Once Object Versioning is enabled, each time a live object version is replaced or deleted, that version becomes a noncurrent version.

To list both live and noncurrent versions of an object and view their generation numbers:


gsutil ls -a gs://BUCKET_NAME
  • BigQuery can save you cost if you choose the Default Table Expiration option. Take note that you have to enter MANUALLY the number of days you want the table(s) in your BigQuery Dataset to "expire". It is NOT automatic as the term "Default Table Expiration" implies.

  • Common gcloud commands esp. for Associate Cloud Engineer certification

https://cloud.google.com/sdk/docs/images/gcloud-cheat-sheet.pdf

  • There are 2 ways for SSH access to VM instances 1) Add SSH key to the project or individual instance metadata 2) Use OS Login feature Use OS Login to manage SSH access to your instances using IAM without having to create and manage individual SSH keys. Imagine if you have more than 20 Compute Engine VM instances to add metadata too.


OS Login maintains a consistent Linux user identity across VM instances and is the recommended way to manage many users across multiple instances or projects


OS Login provides the following benefits:

  1. Automatic Linux account lifecycle management - You can directly tie a Linux user account to a user's Google identity so that the same Linux account information is used across all instances in the same project or organization.

  2. Fine grained authorization using Google IAM - Project and instance-level administrators can use IAM to grant SSH access to a user's Google identity without granting a broader set of privileges. For example, you can grant a user permissions to log into the system, but not the ability to run commands such as sudo.

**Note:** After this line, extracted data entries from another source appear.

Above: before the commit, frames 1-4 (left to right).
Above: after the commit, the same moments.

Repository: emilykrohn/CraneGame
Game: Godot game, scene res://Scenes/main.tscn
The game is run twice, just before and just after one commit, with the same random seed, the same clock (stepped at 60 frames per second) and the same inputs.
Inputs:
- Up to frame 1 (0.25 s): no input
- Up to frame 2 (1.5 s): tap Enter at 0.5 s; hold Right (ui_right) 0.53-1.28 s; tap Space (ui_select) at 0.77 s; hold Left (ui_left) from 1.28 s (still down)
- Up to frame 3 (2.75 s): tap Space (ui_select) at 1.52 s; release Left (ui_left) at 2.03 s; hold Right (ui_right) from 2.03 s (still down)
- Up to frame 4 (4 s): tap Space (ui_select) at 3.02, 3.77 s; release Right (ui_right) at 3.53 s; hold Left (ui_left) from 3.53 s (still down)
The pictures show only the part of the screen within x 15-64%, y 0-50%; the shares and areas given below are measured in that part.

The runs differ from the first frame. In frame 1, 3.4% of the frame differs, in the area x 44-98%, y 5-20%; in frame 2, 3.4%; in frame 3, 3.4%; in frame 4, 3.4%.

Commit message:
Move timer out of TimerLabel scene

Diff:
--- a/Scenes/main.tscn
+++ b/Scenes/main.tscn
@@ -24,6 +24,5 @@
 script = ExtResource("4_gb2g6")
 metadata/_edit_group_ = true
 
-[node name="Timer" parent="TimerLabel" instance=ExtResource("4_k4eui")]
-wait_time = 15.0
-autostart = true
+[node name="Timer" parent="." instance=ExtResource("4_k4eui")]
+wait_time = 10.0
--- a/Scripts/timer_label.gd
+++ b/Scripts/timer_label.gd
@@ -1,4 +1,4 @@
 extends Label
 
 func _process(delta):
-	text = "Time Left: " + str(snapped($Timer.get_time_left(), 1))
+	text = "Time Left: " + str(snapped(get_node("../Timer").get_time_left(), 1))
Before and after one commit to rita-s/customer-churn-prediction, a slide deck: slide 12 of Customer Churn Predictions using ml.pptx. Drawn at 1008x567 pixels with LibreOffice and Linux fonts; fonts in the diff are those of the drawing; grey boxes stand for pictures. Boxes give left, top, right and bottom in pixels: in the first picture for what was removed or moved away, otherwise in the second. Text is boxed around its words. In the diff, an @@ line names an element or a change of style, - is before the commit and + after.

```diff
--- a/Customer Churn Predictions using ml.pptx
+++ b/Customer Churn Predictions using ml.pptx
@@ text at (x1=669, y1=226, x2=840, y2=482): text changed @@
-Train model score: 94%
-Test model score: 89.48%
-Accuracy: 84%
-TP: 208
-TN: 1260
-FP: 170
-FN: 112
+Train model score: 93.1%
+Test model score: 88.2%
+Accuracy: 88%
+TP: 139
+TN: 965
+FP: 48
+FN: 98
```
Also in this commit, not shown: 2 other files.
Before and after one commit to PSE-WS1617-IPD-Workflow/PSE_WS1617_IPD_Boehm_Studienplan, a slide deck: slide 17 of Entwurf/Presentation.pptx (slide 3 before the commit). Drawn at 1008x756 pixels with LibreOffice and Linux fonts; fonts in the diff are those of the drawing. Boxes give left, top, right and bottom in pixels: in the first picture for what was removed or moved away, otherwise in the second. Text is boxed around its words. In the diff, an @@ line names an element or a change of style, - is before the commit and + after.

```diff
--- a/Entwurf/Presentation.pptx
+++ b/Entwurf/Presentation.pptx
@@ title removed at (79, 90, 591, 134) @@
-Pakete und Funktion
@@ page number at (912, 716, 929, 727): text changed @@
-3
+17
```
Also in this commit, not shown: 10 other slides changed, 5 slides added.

  3. Automatic permission updates - With OS Login, permissions are updated automatically when an administrator changes IAM permissions. For example, if you remove IAM permissions from a Google identity, then access to VM instances is revoked.

  4. Ability to import existing Linux accounts - Administrators can choose to optionally synchronize Linux account information from Active Directory (AD) and Lightweight Directory Access Protocol (LDAP) that are set up on-premises. For example, you can ensure that users have the same user ID (UID) in both your Cloud and on-premises environments.

  • A service account is a special Google account that belongs to your application or a virtual machine (VM) instead of an individual end user. Your application uses the service account to call the Google API of a service, so that the users aren't directly involved.

For example, a Compute Engine VM may run as a service account, and that account can be given permissions to access the resources it needs. This way the service account is the identity of the service, and the service account's permissions control which resources the service can access.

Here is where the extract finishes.